Indeed, recognizing patterns in sequences is so important that there is an entire website, the Online Encyclopedia of Integer Sequences, that is designed to help with this. The idea of the website is that you go there, type in the first few terms of a sequence you have found, and the encyclopedia tells you whether anyone else has ever studied that particular sequence. This website is commonly used by mathematics researchers, and can be a vital tool for discovering patterns and making connections between different areas of mathematics.

Answer 2

After reading the other answers and comments, it seems that there is a solution that combines the best of both worlds. Give students problems where patterns arise, then ask them to guess the pattern and prove it.

The level of question/proof depends on the grade. This post gives an example of a pattern that algebra students should be able to prove.

Example for undergraduates: There are $n$ parking spots on the side of the road. You can fill them with Lincoln town cars (which take up 2 spaces) or Yugos (which take up one space). How many ways are there of completely filling up all $n$ spaces?

Calculus example: Find $\int_1^\infty x^n e^x dx$.

This type of example encourages pattern finding as a means to an end.

Answer 3

As the others have stated, the key issue is having students defend their pattern extensions with their reasoning or their assumptions. Now tie this to the question based on mistake analysis, and have students see if there are any errors in the alternate solutions. This could lead to rich mathematical discussions and an increased awareness of alternative solutions for discrete mathematics preparation.

Another issue, as I see it, is to tie patterns with term or figure numbers in tables; to physical objects; to graphs; to formulae; to words explaining their formulae. I would start with physical patterns like grid fragments with a shaded border of increasing size. The sequence generated would perhaps count the number of shaded squares in successive figures. The method they use to 'count' the squares would generate their formulae. There are multiple answers here but are all transformable into each other since they count the same number but in different ways. This takes the mathematics as scratches off the page and teaches them that abstract looking equations are representative of real things and have meaning.

Answer 4

As @JimBelik aptly says, such problems are about pattern recognition. An important qualification of this is that the question might/should ask about the next number produced by the simplest pattern(s). That is, the "formally correct" notion that "of course there is no unique next number" is in fact not useful in practice. After the observation that "in principle" there is no unique next number, one should still pursue the issue of recognizing relatively-simple patterns.
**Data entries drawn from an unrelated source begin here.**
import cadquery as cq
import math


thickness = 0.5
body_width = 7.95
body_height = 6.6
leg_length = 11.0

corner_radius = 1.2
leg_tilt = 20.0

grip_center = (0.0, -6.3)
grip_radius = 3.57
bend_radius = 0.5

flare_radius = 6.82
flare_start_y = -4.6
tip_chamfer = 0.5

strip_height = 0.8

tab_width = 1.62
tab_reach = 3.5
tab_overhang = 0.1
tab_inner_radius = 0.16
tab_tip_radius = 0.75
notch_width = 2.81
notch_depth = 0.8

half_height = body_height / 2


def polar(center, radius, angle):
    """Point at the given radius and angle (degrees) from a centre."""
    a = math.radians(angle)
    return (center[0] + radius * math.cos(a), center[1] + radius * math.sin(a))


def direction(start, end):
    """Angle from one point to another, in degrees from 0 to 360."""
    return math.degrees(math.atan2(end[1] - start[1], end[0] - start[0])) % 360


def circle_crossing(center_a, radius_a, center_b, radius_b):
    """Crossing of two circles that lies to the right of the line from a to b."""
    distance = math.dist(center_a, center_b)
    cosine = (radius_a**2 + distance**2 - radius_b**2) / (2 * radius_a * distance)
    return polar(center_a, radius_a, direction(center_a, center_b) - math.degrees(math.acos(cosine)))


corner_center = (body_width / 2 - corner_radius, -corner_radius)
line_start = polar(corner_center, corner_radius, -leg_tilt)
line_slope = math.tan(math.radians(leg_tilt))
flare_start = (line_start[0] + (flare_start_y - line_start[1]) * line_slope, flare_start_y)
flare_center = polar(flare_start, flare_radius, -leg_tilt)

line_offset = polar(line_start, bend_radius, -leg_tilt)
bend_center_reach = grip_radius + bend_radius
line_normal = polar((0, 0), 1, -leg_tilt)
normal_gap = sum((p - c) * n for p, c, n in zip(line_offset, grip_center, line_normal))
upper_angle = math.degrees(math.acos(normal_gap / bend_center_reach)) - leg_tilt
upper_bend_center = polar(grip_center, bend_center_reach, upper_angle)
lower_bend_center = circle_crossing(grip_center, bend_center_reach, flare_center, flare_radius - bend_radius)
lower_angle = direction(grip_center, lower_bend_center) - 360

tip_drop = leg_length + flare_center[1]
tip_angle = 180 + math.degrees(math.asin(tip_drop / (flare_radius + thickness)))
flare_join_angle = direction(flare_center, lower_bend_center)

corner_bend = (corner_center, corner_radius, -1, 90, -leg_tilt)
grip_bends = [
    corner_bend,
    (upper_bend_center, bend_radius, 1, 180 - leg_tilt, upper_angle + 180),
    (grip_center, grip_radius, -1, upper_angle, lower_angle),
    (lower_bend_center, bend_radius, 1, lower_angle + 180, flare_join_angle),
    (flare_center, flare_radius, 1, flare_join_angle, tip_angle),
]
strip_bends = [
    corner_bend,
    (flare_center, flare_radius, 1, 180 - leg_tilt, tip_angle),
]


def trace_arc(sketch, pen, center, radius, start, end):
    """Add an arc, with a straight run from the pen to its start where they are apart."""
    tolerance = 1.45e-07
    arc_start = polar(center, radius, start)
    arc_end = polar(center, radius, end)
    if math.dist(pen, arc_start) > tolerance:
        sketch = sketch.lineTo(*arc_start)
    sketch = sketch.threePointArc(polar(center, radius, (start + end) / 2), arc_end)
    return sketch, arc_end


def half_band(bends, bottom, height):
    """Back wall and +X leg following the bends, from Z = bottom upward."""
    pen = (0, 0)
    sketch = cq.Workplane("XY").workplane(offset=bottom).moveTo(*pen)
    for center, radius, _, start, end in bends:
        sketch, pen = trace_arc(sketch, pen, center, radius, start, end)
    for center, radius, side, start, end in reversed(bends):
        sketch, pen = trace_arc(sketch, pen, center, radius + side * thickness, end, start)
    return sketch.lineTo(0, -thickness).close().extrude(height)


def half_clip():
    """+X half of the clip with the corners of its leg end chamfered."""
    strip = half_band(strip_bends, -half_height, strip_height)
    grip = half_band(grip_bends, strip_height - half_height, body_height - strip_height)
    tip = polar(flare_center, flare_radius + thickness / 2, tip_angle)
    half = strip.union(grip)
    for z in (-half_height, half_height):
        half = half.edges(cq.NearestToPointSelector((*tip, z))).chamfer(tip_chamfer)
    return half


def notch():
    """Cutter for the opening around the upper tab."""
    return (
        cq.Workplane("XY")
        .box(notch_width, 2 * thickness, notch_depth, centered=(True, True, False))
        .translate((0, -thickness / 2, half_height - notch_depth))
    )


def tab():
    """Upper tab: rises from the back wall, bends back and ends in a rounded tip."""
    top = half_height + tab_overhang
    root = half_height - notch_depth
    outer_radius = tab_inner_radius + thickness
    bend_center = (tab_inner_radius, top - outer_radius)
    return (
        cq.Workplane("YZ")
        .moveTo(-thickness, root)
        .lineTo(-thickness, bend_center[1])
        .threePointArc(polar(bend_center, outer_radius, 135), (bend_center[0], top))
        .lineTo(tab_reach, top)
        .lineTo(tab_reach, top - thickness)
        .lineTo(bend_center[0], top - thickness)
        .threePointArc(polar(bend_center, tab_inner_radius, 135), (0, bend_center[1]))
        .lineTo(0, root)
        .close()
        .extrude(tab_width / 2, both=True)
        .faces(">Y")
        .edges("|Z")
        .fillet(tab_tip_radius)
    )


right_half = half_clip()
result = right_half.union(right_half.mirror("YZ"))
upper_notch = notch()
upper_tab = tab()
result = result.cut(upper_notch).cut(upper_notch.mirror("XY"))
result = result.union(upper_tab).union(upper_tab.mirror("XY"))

Such questions could/should be asked in a form that requires more than just the bare number, of course. "Give a reason". "Give a simple formula".

(I disagree with the premise of the original question that there is something innately "unconscientious" about this. In the example given, the simplest pattern is powers-of-two, as noted by Jim Belik. The second-simplest is arguably polynomial (successive differencing) interpolation, which gives 31. What's the problem?)